Like Wingshaw, I'd like to see your map finished, on time or not. The sketch is very promising  :Wink:

----------


## Greg

> Like Wingsaw, I'd like to see your map finished, on time or not. The sketch is very promising


Thanks!  :Smile:  Yeah, Wingshaw's was shaping up to be really cool, so I hope it's manages to get finished one way or the other!

Anyway, latest update. Hoping to get a bit more done before the deadline, but just in case...

### Latest WIP ###

----------


## Greg

I didn't get as clean a pic as I would have liked, but here we go:


The City of Nautirius

Deep beneath the rolling waves and far beyond the reaches of any landmass, lies the ancient City of Nautirius.

Many moons ago, Nautirius was a prosperous city standing tall on an island above the ocean, but as the years fell by, so too did the city. Gradually eroding away until only its skeleton remained, shimmering beneath the water. And so its ruins became makeshift homes for the dwellers beneath the waves.

Gradually, but surely, they began to build on the ruins and year by year passed and the city once again began to stand tall, with layer upon layer of towering domes. Great channels ran where ancient roads once lay, coral shelves grew where grass once thrived and where an old bridge once stood, now stood one anew, the Long Trail. Once upon a time horses and men of old walked across this bridge, now it is reserved purely for the giant spidercrabs and huge Deepsnails as they drag great crates of goods across the ocean floor and into the new city. Small whales and great fish also carry goods to the city into its Deepdocks and this has helped the city come back to life and continue to spire upwards.
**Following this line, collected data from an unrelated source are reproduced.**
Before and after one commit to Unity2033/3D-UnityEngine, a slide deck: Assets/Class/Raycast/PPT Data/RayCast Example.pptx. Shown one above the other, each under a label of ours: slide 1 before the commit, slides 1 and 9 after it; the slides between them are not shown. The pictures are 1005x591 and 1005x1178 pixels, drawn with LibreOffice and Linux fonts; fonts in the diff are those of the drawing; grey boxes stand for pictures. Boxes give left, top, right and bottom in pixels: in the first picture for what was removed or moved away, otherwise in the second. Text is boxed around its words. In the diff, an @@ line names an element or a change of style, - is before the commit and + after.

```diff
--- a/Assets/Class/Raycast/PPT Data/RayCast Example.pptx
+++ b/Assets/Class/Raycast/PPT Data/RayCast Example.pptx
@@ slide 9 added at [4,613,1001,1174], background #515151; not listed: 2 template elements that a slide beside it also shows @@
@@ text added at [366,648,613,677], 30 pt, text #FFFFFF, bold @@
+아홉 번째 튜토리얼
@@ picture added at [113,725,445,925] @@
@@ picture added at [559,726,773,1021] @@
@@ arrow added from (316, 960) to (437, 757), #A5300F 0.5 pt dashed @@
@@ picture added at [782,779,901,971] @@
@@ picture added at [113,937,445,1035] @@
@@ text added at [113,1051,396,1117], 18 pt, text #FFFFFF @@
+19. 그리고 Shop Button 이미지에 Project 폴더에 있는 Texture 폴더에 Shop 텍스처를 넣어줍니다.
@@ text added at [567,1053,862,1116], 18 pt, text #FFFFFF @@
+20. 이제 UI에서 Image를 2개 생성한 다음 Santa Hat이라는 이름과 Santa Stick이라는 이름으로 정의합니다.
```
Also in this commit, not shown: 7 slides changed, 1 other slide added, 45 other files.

Nautirius was once a great city of the lands, but that time has long since passed; Nautirius is now a great city of the sea and perhaps one day, its great domes will peak out above the waves once again.


### Latest WIP ###



Inked on A3 Paper
Shaded and labelled in Photoshop

----------


## Adfor

E-gads! Superb work, your line work is immaculate, and the layout, so good!

I always loved the idea of underwater rivers, to which I think you did that mechanic much justice. Will you color it?

Cheers!

IR

----------


## Greg

> E-gads! Superb work, your line work is immaculate, and the layout, so good!
> 
> I always loved the idea of underwater rivers, to which I think you did that mechanic much justice. Will you color it?
> 
> Cheers!
> 
> IR


Thanks IR! I might colour it but certainly not before the end of the challenge as it could end at any moment!

----------